Attentat de Nice : l’image de Christian Estrosi écornée
Il avait fait de la sécurité un de ses chevaux de bataille, multipliant mesures et déclarations: l'attentat commis sur la Promenade des Anglais le 14 juillet à Nice écorne passablement l'image de Christian Estrosi, ex-maire LR de la ville, désormais 1er adjoint chargé de la sécurité. Dès les premières heures après l'attaque, qui a fait 84 morts, l'élu avait demandé un "sursaut" de l’État, critiquant le dispositif mis en place pour assurer la sécurité des festivités. Depuis, la polémique n'a pas cessé entre le gouvernement d'un Manuel Valls appelant M. Estrosi à "se reprendre" et l'élu local, également président de la région Paca, fustigeant des "mensonges d’État".
L'enjeu est d'autant plus capital pour le Niçois -né dans la capitale azuréenne le 1er juillet 1955- qu'il a depuis longtemps fait de la question de la sécurité un de ses thèmes favoris, même s'il s'est appliqué à estomper cette image lors du second tour des régionales, pour l'emporter face à la députée FN du Vaucluse, Marion Maréchal-Le Pen, après le retrait du candidat PS. Le 19 janvier 2015, moins deux semaines après l'attentat contre Charlie Hebdo, il avait assuré être "à peu près convaincu que si Paris avait été équipé du même réseau" de vidéosurveillance que la ville de Nice, "les frères Kouachi n'auraient pas passé trois carrefours sans être neutralisés". Dix-huit mois plus tard, le dispositif n'a finalement pas permis de repérer le 19 tonnes de Mohamed Lahouaiej-Bouhlel sur la Promenade des Anglais lors de ses repérages avant l'attentat, alors que la circulation d'un camion de ce type sur cette artère est interdite par arrêté municipal.
En 2014, alors maire, M. Estrosi s'était pourtant félicité de "la verbalisation de 16 poids lourds" ayant "emprunté la Promenade des Anglais comme voie de transit", et avait annoncé que la police municipale continuerait ces contrôles. "Si nous l'avions vu sur la Promenade via nos caméras, nous aurions relevé l'infraction, puis nous l'aurions relayée au parquet, qui aurait décidé de poursuivre ou non. (...) Tous les jours, ce type de poids lourd vient livrer les hôtels, approvisionner les plages", a assuré dimanche dans le JDD Sandra Bertin, responsable de la vidéosurveillance de la ville, évoquant par ailleurs des pressions du ministère de l'Intérieur pour modifier son rapport sur les policiers présents le 14 juillet.
Qu'a-t-il manqué au dispositif pour être plus efficace?
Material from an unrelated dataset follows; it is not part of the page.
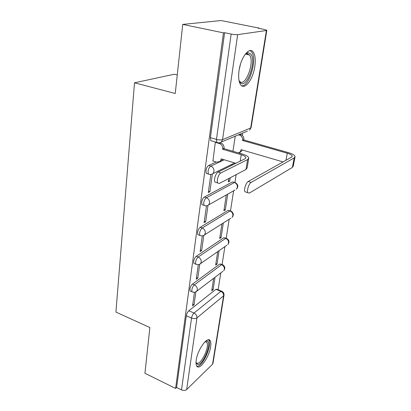 <?xml version="1.0" encoding="UTF-8"?>
<svg xmlns="http://www.w3.org/2000/svg" width="411" height="411" viewBox="0 0 411 411"><rect width="100%" height="100%" fill="white"/><g stroke="black" fill="none" stroke-linecap="round" stroke-linejoin="round"><path stroke-width="0.62" d="M222.027 264.468L219.793 264.006L192.461 284.099C191.172 285.234 190.324 286.909 189.908 289.123L190.103 291.014L190.92 291.348M226.055 238.19L223.867 237.697L196.263 256.294C194.958 257.373 194.095 259.058 193.663 261.355L193.884 263.42L194.788 263.77M230.237 210.869L228.1 210.345L200.224 227.304C198.903 228.321 198.025 230.016 197.583 232.4L197.83 234.666L198.826 235.03M234.583 182.438L232.503 181.893L204.359 197.059C203.024 197.999 202.13 199.71 201.673 202.186L201.95 204.673L203.044 205.048M216.181 161.985L208.675 165.469C207.329 166.332 206.414 168.053 205.942 170.627L206.255 173.365L207.452 173.745M254.784 66.731C255.729 60.232 255.272 55.428 253.402 52.325C249.734 45.996 240.836 57.016 239.068 70.548C238.221 76.914 238.688 81.558 240.476 84.491C244.309 90.867 252.94 79.862 254.784 66.731M210.622 346.807C211.038 344.064 210.91 342.07 210.221 340.822C207.874 335.474 197.542 349.499 196.222 360.185C195.847 362.821 195.985 364.737 196.638 365.929C199.186 371.231 209.266 357.174 210.622 346.807M218.133 289.76L220.774 272.919M222.099 264.453L224.894 246.605M226.214 238.154L229.174 219.253M230.494 210.817L233.628 190.802M234.948 182.376L236.161 174.634M239.587 152.764L239.644 152.404M242.3 135.419L242.665 133.102M259.058 28.405L259.105 28.102L258.159 28.231L264.288 29.448L266.821 30.291L266.415 30.506L237.65 34.637L222.567 139.637L250.674 128.006L266.415 30.506M177.254 74.941L174.392 74.227L134.515 82.791L175.245 93.503L182.731 24.403L223.456 32.859L175.6 388.421L144.929 373.27L149.881 327.552L115.917 312.077L134.515 82.791M182.731 24.403L221.097 20.55L259.105 28.102M181.508 389.89L176.602 387.47L186.301 315.782C186.702 313.644 187.539 311.985 188.813 310.793L215.873 289.329L220.861 291.348L221.991 291.317C223.44 292.149 224.118 293.377 224.031 295.006L223.584 295.843L196.956 317.852L186.656 389.546C185.274 390.609 183.558 390.722 181.508 389.89L191.536 318.047C191.942 315.91 192.78 314.235 194.043 313.033L220.861 291.348C222.793 292.334 223.702 293.829 223.584 295.843L212.549 364.213L186.656 389.546M176.602 387.47L175.6 388.421M223.985 295.283L212.996 363.262L212.549 364.213M218.061 142.802L216.803 142.417L216.469 139.391L231.162 34.067L224.601 32.71L223.456 32.859M231.162 34.067C233.89 34.586 236.053 34.776 237.65 34.637M215.307 142.319L212.939 160.989M210.822 174.577L208.32 192.559L209.893 191.721L208.5 191.259M228.814 178.487L228.29 181.914L229.708 181.159L228.465 180.763M206.476 205.829L204.133 222.68L205.685 221.745L204.329 221.262M226.312 194.932L223.908 210.761L225.315 209.913L224.103 209.502M202.299 235.847L200.116 251.563L201.652 250.535L200.327 250.032M221.919 223.851L219.7 238.472L221.092 237.543L219.906 237.111M198.297 264.638L196.263 279.275L197.783 278.165L196.489 277.646M217.702 251.63L215.652 265.116L217.034 264.109L215.873 263.662M194.454 292.267L192.564 305.887L194.069 304.7L192.8 304.166M213.643 278.339L211.757 290.752L213.129 289.673L211.994 289.216M213.129 289.673L215.02 277.291M217.034 264.109L219.089 250.664M221.092 237.543L223.322 222.962M225.315 209.913L227.725 194.136M229.708 181.159L230.232 177.742M232.158 165.124L232.313 164.107M235.231 136.216L232.945 151.279M221.365 291.065L217.018 289.308L215.873 289.329M209.451 340.478L209.518 340.056M224.601 32.71L210.406 137.634L210.766 140.654L216.803 142.417C218.441 143.105 219.972 142.971 221.406 142.006L247.355 131.14M230.89 164.806L230.735 165.828M209.893 191.721L212.364 174.079M205.685 221.745L207.971 205.438M201.652 250.535L203.764 235.467M197.783 278.165L199.731 264.252M194.069 304.7L195.867 291.861M216.54 182.587L214.938 182.068C213.576 180.003 215.801 172.99 218.123 172.05L244.946 158.821L245.845 157.649C245.608 156.586 244.072 155.615 241.242 154.736L222.639 149.234L224 148.638L242.557 154.11C246.384 155.291 248.455 156.601 248.773 158.04L247.581 159.607L220.897 172.918C218.59 173.868 216.356 180.897 217.707 182.962L219.366 183.44L245.973 169.486L247.17 167.858L248.681 158.625M222.639 149.234L222.685 148.921C222.819 146.285 221.735 144.502 219.433 143.557L220.805 142.982C223.101 143.917 224.185 145.7 224.046 148.325L224 148.638M220.137 142.787L220.805 142.982M222.402 159.227L221.493 160.752L219.864 161.631M212.718 160.922L216.787 162.17L220.137 161.389L221.241 158.877L235.847 163.306M215.302 142.35L219.433 143.557M251.121 182.412C248.953 183.44 246.636 190.622 247.807 192.667L249.328 193.103L292.37 167.441L294.225 157.891L251.121 182.412L248.213 181.498L291.594 157.136L292.242 156.226C292.026 155.147 290.377 154.146 287.294 153.221L242.572 140.485L242.624 140.182C242.778 137.675 241.75 135.979 239.541 135.101L238.555 134.823M246.384 192.209L244.915 191.737C243.723 189.687 246.03 182.52 248.213 181.498M242.572 140.485L243.8 139.946L288.404 152.62C292.56 153.863 294.785 155.214 295.083 156.673L294.225 157.891M239.793 134.305L240.774 134.582C242.983 135.455 244.006 137.146 243.846 139.648L243.8 139.946M238.503 152.918L240.034 152.08L241.129 149.676L283.071 161.924M242.171 149.979L241.257 151.505L239.726 152.342M294.99 157.151L293.233 166.172L292.37 167.441M245.105 54.365L248.013 52.69L250.916 54.124C256.967 61.804 245.984 90.43 240.055 82.359L238.991 80.361M239.007 80.402L239.459 81.07C244.93 88.555 255.103 62.241 249.554 55.012L246.811 53.63L245.136 54.339M241.745 85.801C249.266 86.86 257.471 59.42 251.748 52.079L250.078 50.594M205.479 341.336L206.779 341.053C212.662 341.073 203.568 364.932 197.809 364.562L196.011 362.939M196.016 362.559L197.347 363.319C201.786 363.725 209.672 346.283 206.856 342.394L205.202 341.587M197.146 366.304C202.664 366.72 212.379 345.148 208.911 340.339L208.485 339.789M192.805 292.129L191.988 291.789L191.803 289.904C192.22 287.69 193.072 286.01 194.357 284.869L221.596 264.694L222.716 264.735C225.1 266.415 225.444 268.393 223.743 270.659L224.365 269.267C224.483 267.186 223.563 265.665 221.596 264.694L219.793 264.006M192.461 284.099L194.357 284.869C196.422 285.933 197.408 287.566 197.321 289.77L196.694 291.229L195.492 291.995M196.715 264.525L195.816 264.175L195.605 262.11C196.037 259.809 196.9 258.118 198.2 257.039L225.711 238.365L226.805 238.462C229.292 240.194 229.636 242.223 227.838 244.545L228.537 243.024C228.66 240.867 227.72 239.315 225.711 238.365L223.867 237.697M196.263 256.294L198.2 257.039C200.316 258.082 201.323 259.752 201.231 262.038L200.527 263.641L226.851 245.233M200.799 235.755L199.813 235.39L199.571 233.129C200.018 230.741 200.897 229.04 202.212 228.023L229.99 210.987L231.054 211.146C233.654 212.934 233.993 215.02 232.081 217.409L232.867 215.739C233.001 213.499 232.04 211.917 229.99 210.987L228.1 210.345M200.224 227.304L202.212 228.023C204.375 229.045 205.408 230.746 205.305 233.124L204.508 234.887L230.884 218.169M205.058 205.747L203.979 205.372L203.707 202.88C204.169 200.404 205.063 198.693 206.394 197.742L234.44 182.51L235.472 182.72C238.19 184.57 238.529 186.728 236.489 189.183L237.378 187.354C237.517 185.027 236.541 183.414 234.44 182.51L232.503 181.893M204.359 197.059L206.394 197.742C208.613 198.744 209.667 200.481 209.553 202.957L208.66 204.899L235.025 190.01M209.518 174.413L208.341 174.028L208.028 171.289C208.505 168.71 209.42 166.989 210.766 166.121L224.262 159.792M208.675 165.469L210.766 166.121C213.042 167.092 214.116 168.87 213.997 171.449L212.975 173.596L234.676 162.951M188.813 310.793L194.043 313.033C196.073 314.122 197.044 315.725 196.956 317.852C195.528 318.772 193.72 318.838 191.536 318.047L186.301 315.782M240.24 153.431L239.074 152.851M222.932 271.275L196.694 291.229C195.276 292.416 193.709 292.601 191.988 291.789L190.103 291.014M210.406 137.634L216.469 139.391C218.986 140.028 221.02 140.11 222.567 139.637L221.406 142.006M266.806 30.373L251.1 127.533L249.539 130.225L251.08 127.682M218.123 172.05L220.897 172.918M222.685 148.921L224.046 148.325M241.242 154.736L240.23 161.143M221.2 159.191L221.621 158.99M247.581 159.607L245.973 169.486M243.846 139.648L242.624 140.182M285.958 160.3L287.294 153.221M240.774 134.582L239.541 135.101M241.493 149.784L241.082 149.974M240.456 64.301L239.228 69.541M208.829 340.2L210.221 340.822M206.255 173.365L208.341 174.028C209.995 174.747 211.542 174.603 212.975 173.596M240.954 153.637L240.07 153.118M201.95 204.673L203.979 205.372C205.664 206.117 207.221 205.962 208.66 204.899M197.83 234.666L199.813 235.39C201.513 236.161 203.08 235.996 204.508 234.887M193.884 263.42L195.816 264.175C197.532 264.967 199.099 264.787 200.527 263.641M217.707 182.962L214.938 182.068M220.137 161.389L221.493 160.752M245.845 157.649L245.773 158.081M247.807 192.667L244.915 191.737M241.257 151.505L240.034 152.08M292.175 156.576L292.242 156.226M245.485 54.118L249.554 55.012M246.811 53.63L248.013 52.69M205.649 341.567L206.779 341.053M205.151 341.633L206.856 342.394"/></g></svg>

La reconnaissance faciale, assure M. Estrosi. Il l'avait demandée lors de la préparation de l'Euro pour assurer la sécurité des fan-zones. Il est depuis revenu à la charge, assurant dans Le Parisien: "si on nous avait autorisés à utiliser notre logiciel de reconnaissance faciale, (...) on se serait rendu compte que le conducteur du camion avait été condamné à six mois de prison avec sursis pour violence". Ancien adjoint de M. Estrosi à la sécurité, aujourd'hui conseiller municipal d'opposition proche d'Olivier Bettati (FN), Benoît Kandel assure que la police municipale "avait les moyens techniques" d'établir des barrages sur la Promenade des Anglais pour empêcher le passage d'un camion, avec notamment la possibilité de déployer des plots de béton. C'est le directeur départemental de la sécurité publique qui a explicitement écarté cette idée, s'est défendue la mairie dans Le Figaro.
M. Bettati, lui aussi un ancien proche de M. Estrosi, a même demandé au maire de Nice, Philippe Pradal (LR), l'ouverture d'une commission d'enquête municipale sur "le rôle exact de la direction de la police municipale et de l'adjoint en charge de ce secteur (M. Estrosi, NDLR) dans le cadre de l'organisation des festivités du 14 juillet". "Il est singulier d'observer que le gouvernement et des élus Front national se retrouvent à l'unisson, tels la carpe et le lapin, pour tenter de nous faire croire que la lutte antiterroriste relèverait désormais, non plus de l’État, mais de nos 36.000 communes! Mais qui peut imaginer que les Français soient dupes une seule seconde", a réagi l'entourage de M. Estrosi dimanche auprès de l'AFP.
Évoquant des "réunions d'experts" et des "attaques ridicules pour masquer les vraies questions", M. Estrosi a pour sa part reconnu dimanche qu'il n'avait participé, comme le préfet, a-t-il assuré, à aucune des réunions préparatoires aux festivités du 14 juillet, au cours desquelles avait justement été défini le dispositif de sécurité.